The Bluebonnet Square Antiques Shop in Huntsville, in 1993, proudly displayed a picture of Brigadier General Ray Lynch, who paid the ultimate sacrifice for freedom.

Charlotte Olenik answered the call to help educate children with a small traveling school exhibit and this concept grew. An elementary principal told Mrs. Olenik she has a lot of heart.

Mrs. Olenik and Charles David then co-founded the Helping Every American Remember Through Service ( HEARTS) Museum.

They gave programs and collected items used in combat until it was impossible to carry all these military artifacts from campus to campus. A permanent building was a must. The museum opened Veterans Day, after 15 years of work.

The Texas Department of Criminal Justice donated land. Grants were written.

On Saturday ( May 11) the HEARTS Museum dedicated the Vietnam Walkway which honors the men and women who served in Vietnam.

Aug. 5, 1964 through May 7, 1975 are set as the beginning and the ending dates of the war.

During that time, 9,087,000 military personnel served on active duty, 2,709,918 Americans served in uniform in Vietnam.

Vietnam veterans represented 9.7% of their generation and 240 were awarded the Medal of Honor during the Vietnam War. The first man to die in Vietnam was James Davis, in 1961. He was with the 509th Radio Research Station. Davis Station in Saigon was named for him.

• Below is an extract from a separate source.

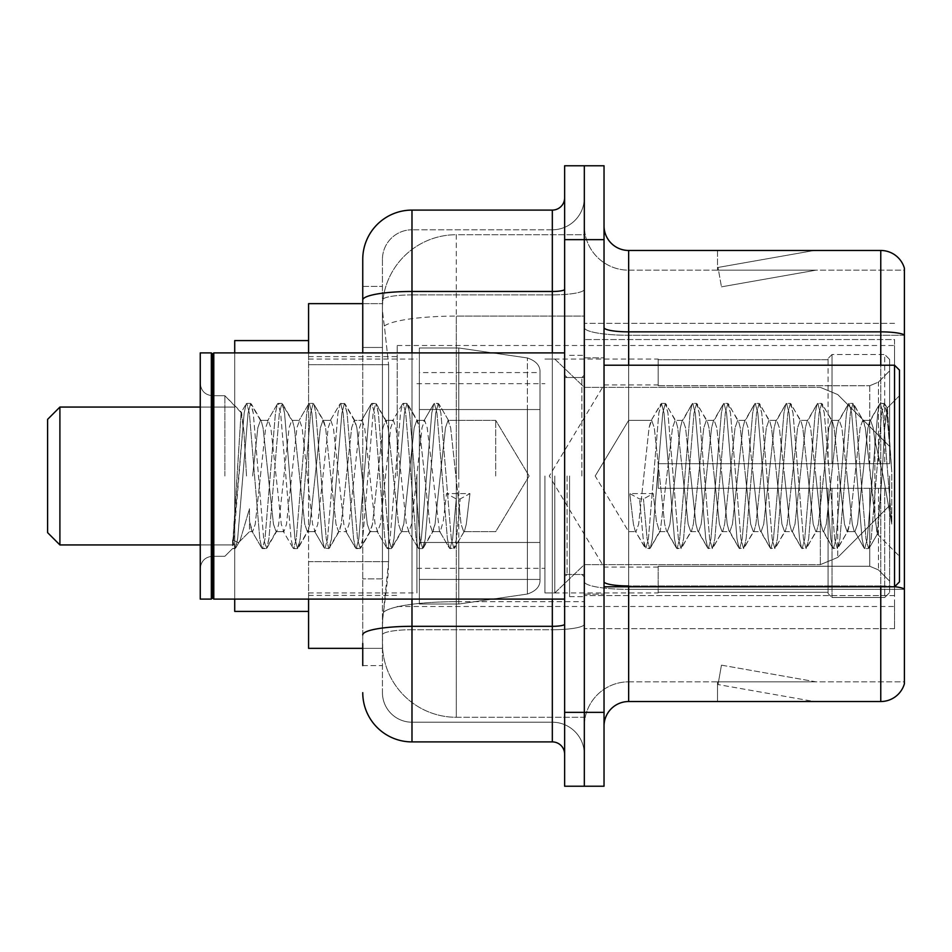 <?xml version="1.0" encoding="UTF-8"?>
<svg xmlns="http://www.w3.org/2000/svg" width="952" height="952" viewBox="0 0 952 952"><rect width="100%" height="100%" fill="white"/><g stroke="black" fill="none" stroke-linecap="round" stroke-linejoin="round"><path stroke-width="0.71" stroke-dasharray="4.76 3.57" d="M894.547 604.032L894.547 628.653L894.547 604.032M584.326 604.032L584.326 323.347L584.326 604.032M584.326 476L584.326 345.505L584.326 476M397.21 476L397.21 345.505L397.21 476M894.547 365.211L899.473 370.126L899.473 581.874L899.473 476L899.473 581.874L894.547 586.789L894.547 345.505L894.547 606.495L894.547 365.211L894.547 476L894.547 365.211L604.032 365.211L604.032 476L604.032 357.821L604.032 594.179L604.032 365.211M362.748 347.456L382.442 347.456L382.442 578.887L382.442 286.421L382.442 347.456L362.748 347.456L362.748 578.887L362.748 303.652L382.609 303.652L382.549 304.664A73.863 73.863 0 0 1 456.305 234.716L584.326 234.716L584.326 316.1L584.326 234.716L456.305 234.716L456.305 316.1L456.305 234.716A73.863 73.863 0 0 0 382.549 304.664L382.609 303.652L308.579 303.652L308.579 561.656L388.606 561.656L388.13 574.484L382.74 618.8L388.606 561.656L388.606 364.687L388.606 561.656L308.579 561.656L308.579 648.348L382.609 648.348L382.442 643.421A73.863 73.863 0 0 0 456.305 717.284L584.326 717.284L584.326 601.7L584.326 717.284L456.305 717.284L456.305 601.7L456.305 717.284A73.863 73.863 0 0 1 382.442 643.421L382.442 628.391L382.609 648.348L362.748 648.348M382.74 618.8L382.442 628.391L382.74 618.8M308.579 476L308.579 340.59L308.579 476M584.326 316.1L584.326 601.7L584.326 316.1L456.305 316.1L584.326 316.1M382.549 304.664C382.109 307.484 382.716 314.6 384.37 326.012L388.606 364.687L384.37 326.012C382.716 314.6 382.109 307.484 382.549 304.664A73.863 73.863 0 0 1 456.305 234.716M308.579 599.106L308.579 352.894M894.547 339.555L894.547 595.607L894.547 339.555L584.326 339.555L894.547 339.555M894.547 323.347L584.326 323.347L894.547 323.347M894.547 628.653L584.326 628.653L894.547 628.653M362.748 665.579L382.442 665.579L382.442 578.887L382.442 665.579L362.748 665.579L362.748 352.894M362.748 692.663A49.242 49.242 0 0 0 411.99 741.906L411.99 722.211A29.548 29.548 0 0 1 382.442 692.663L382.442 300.023L382.442 692.663A29.548 29.548 0 0 0 411.99 722.211L552.327 722.211L552.327 643.421L552.327 741.906A12.305 12.305 0 0 1 564.631 754.21L564.631 197.79L564.631 754.21M584.326 643.421L584.326 289.337L584.326 643.421M564.631 476L564.631 599.106L564.631 476M564.631 239.642L564.631 165.779L584.326 165.779L584.326 239.642L584.326 165.779L604.032 165.779L604.032 239.642L584.326 239.642L584.326 712.358L584.326 239.642L564.631 239.642L564.631 712.358L584.326 712.358L584.326 786.221L584.326 712.358L604.032 712.358L604.032 239.642M604.032 712.358L604.032 786.221L564.631 786.221L564.631 712.358M584.326 197.79L584.326 289.337L584.326 197.79A32.011 32.011 0 0 1 552.327 229.789A32.011 32.011 0 0 0 584.326 197.79A32.011 32.011 0 0 1 552.327 229.789L552.327 722.211L411.99 722.211L411.99 629.736L552.327 629.736A32.011 5.557 0 0 0 584.326 624.179A32.011 5.557 0 0 1 552.327 629.736L552.327 229.789L411.99 229.789L552.327 229.789M362.748 286.421L382.442 286.421L362.748 286.421L362.748 634.865A49.242 8.556 180 0 1 411.99 626.321L411.99 210.095A49.242 49.242 0 0 0 362.748 259.337A49.242 49.242 0 0 1 411.99 210.095L552.327 210.095A12.305 12.305 0 0 0 564.631 197.79A12.305 12.305 0 0 1 552.327 210.095L552.327 643.421L552.327 629.736L411.99 629.736L411.99 229.789L411.99 294.894L552.327 294.894A32.011 5.557 0 0 0 584.326 289.337A32.011 5.557 0 0 1 552.327 294.894L411.99 294.894L411.99 643.421L411.99 626.321L552.327 626.321A12.305 2.142 0 0 0 564.631 624.179M411.99 741.906L552.327 741.906M362.748 634.865L362.748 643.421M382.442 259.337L382.442 300.023L382.442 259.337A29.548 29.548 0 0 1 411.99 229.789A29.548 29.548 0 0 0 382.442 259.337A29.548 29.548 0 0 1 411.99 229.789M584.326 754.21A32.011 32.011 0 0 0 552.327 722.211A32.011 32.011 0 0 1 584.326 754.21A32.011 32.011 0 0 0 552.327 722.211M569.558 476L569.558 596.642L569.558 476M584.326 603.044L584.326 327.583L584.326 603.044M894.654 586.682A24.621 4.272 180 0 0 880.767 585.944L880.767 701.529A24.621 24.621 0 0 0 904.4 683.798L904.4 603.044L904.4 681.834L628.653 681.834L628.653 586.789M604.032 726.15L604.032 225.85L604.032 726.15A24.621 24.621 0 0 1 628.653 701.529L628.653 603.044L628.653 681.834L904.4 681.834L904.4 270.166L628.653 270.166A44.316 44.316 0 0 1 584.326 225.85L584.326 327.583L584.326 225.85A44.316 44.316 0 0 0 628.653 270.166L628.653 589.359A44.316 7.699 0 0 1 584.326 581.672A44.316 7.699 0 0 0 628.653 589.359L628.653 270.166A44.316 44.316 0 0 1 584.326 225.85M628.653 270.166L904.4 270.166L904.4 603.044L904.4 268.202A24.621 24.621 0 0 0 880.767 250.471L628.653 250.471A24.621 24.621 0 0 1 604.032 225.85M812.591 701.231A19.695 19.695 0 0 0 816.007 701.529L717.522 701.529L816.007 701.529A19.695 19.695 0 0 1 812.591 701.231A19.695 19.695 0 0 0 816.007 701.529A19.695 19.695 0 0 1 812.591 701.231A19.695 19.695 0 0 0 816.007 701.529A19.695 19.695 0 0 1 812.591 701.231A19.695 19.695 0 0 0 816.007 701.529A19.695 19.695 0 0 1 812.591 701.231A19.695 19.695 0 0 0 816.007 701.529A19.695 19.695 0 0 1 812.591 701.231L718.022 684.548L812.591 701.231M717.522 681.834L717.522 701.529L717.522 681.834L718.51 681.834L718.022 684.548L718.51 681.834L717.522 681.834L717.522 701.529L717.522 681.834L718.51 681.834L718.022 684.548L718.51 681.834L717.522 681.834L717.522 701.529L717.522 681.834L718.51 681.834L718.022 684.548L718.51 681.834L717.522 681.834L717.522 701.529L717.522 681.834L718.51 681.834L718.022 684.548L718.51 681.834L717.522 681.834L717.522 701.529L717.522 681.834L718.51 681.834L718.022 684.548L718.51 681.834L717.522 681.834M880.767 701.529L628.653 701.529M816.007 250.471L717.522 250.471L816.007 250.471A19.695 19.695 0 0 0 812.591 250.769A19.695 19.695 0 0 1 816.007 250.471A19.695 19.695 0 0 0 812.591 250.769A19.695 19.695 0 0 1 816.007 250.471A19.695 19.695 0 0 0 812.591 250.769A19.695 19.695 0 0 1 816.007 250.471A19.695 19.695 0 0 0 812.591 250.769A19.695 19.695 0 0 1 816.007 250.471A19.695 19.695 0 0 0 812.591 250.769A19.695 19.695 0 0 1 816.007 250.471M816.007 681.834L718.51 681.834L816.007 681.834L718.51 681.834L816.007 681.834L718.51 681.834L816.007 681.834L718.51 681.834L816.007 681.834L718.51 681.834L816.007 681.834L721.449 665.151L718.51 681.834L721.449 665.151L718.51 681.834L721.449 665.151L718.51 681.834L721.449 665.151L718.51 681.834L721.449 665.151L718.51 681.834L721.449 665.151L816.007 681.834M718.51 270.166L717.522 270.166L718.51 270.166L717.522 270.166L718.51 270.166L717.522 270.166L718.51 270.166L717.522 270.166L718.51 270.166L717.522 270.166L718.51 270.166L718.022 267.452L812.591 250.769L718.022 267.452L718.51 270.166L718.022 267.452L812.591 250.769L718.022 267.452L718.51 270.166L718.022 267.452L812.591 250.769L718.022 267.452L718.51 270.166L718.022 267.452L812.591 250.769L718.022 267.452L718.51 270.166L718.022 267.452L812.591 250.769L718.022 267.452L718.51 270.166L816.007 270.166L718.51 270.166L816.007 270.166L718.51 270.166L816.007 270.166L718.51 270.166L816.007 270.166L718.51 270.166L816.007 270.166L718.51 270.166L721.449 286.849L718.51 270.166M584.326 726.15A44.316 44.316 0 0 1 628.653 681.834A44.316 44.316 0 0 0 584.326 726.15A44.316 44.316 0 0 1 628.653 681.834M717.522 250.471L717.522 270.166L717.522 250.471M816.007 270.166L721.449 286.849L816.007 270.166M495.695 476L495.695 420.344L495.695 476M628.653 476L628.653 420.344L628.653 476M212.558 597.868L211.332 599.106L211.332 352.894L211.332 599.106L211.332 352.894L212.558 354.132L212.558 597.868L212.558 476L212.558 597.868L213.795 599.106L213.795 352.894L213.795 476L213.795 352.894L564.631 352.894M211.332 599.106L200.253 599.106L200.253 352.894L200.253 568.594L200.253 352.894L211.332 352.894M224.874 476L224.874 395.723L224.874 476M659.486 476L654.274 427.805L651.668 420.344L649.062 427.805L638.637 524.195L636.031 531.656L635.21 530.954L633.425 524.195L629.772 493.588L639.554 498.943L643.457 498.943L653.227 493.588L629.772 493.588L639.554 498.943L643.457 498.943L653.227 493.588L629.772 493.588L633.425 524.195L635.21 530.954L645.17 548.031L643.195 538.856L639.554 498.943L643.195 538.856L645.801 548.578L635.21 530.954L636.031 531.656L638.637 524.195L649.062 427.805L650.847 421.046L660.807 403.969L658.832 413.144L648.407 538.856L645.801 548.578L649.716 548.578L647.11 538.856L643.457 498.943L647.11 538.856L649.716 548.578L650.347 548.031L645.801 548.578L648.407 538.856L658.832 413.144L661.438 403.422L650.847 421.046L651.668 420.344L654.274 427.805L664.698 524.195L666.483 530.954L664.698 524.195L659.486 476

There were 58,148 American deaths, 75,000 were severely disabled, 23,214 were 100-percent disabled, 5,283 lost limbs, 1,081 sustained multiple amputations.

Of those killed, 61 percent were younger than 21, 11,465 younger than 20 and 17,539 were married.

The average age of men killed was 23.1, five were only 16 years old, oldest was 62 years.

As of Jan. 15, 2004, there were still 1,875 Americans still unaccounted.

Ninety-seven percent of Vietnam veterans were honorably discharged, 91% say they are glad they served, 74% would serve again, even knowing the outcome.

Vietnam veterans have a lower unemployment rate than the same non-vet age groups. Vietnam veterans’ personal income exceeds that of our non-veteran age group by more than 18 percent.

Eighty-seven percent of Americans hold Vietnam Veterans in high esteem.

If you know someone that served in Vietnam tell them about the Vietnam Walkway located in Huntsville and encourage everyone to visit it.

PROGRAM—At 11:35 a.m. June 4, MCT will bring a brief program about what to do in an emergency at the Milano Senior Citizens building.

A. D. Lagrone (512-455-3420) would like for those attending to call him and order a plate.

After Susan Larson, SALT committee member of MCT concludes her program, we can eat together.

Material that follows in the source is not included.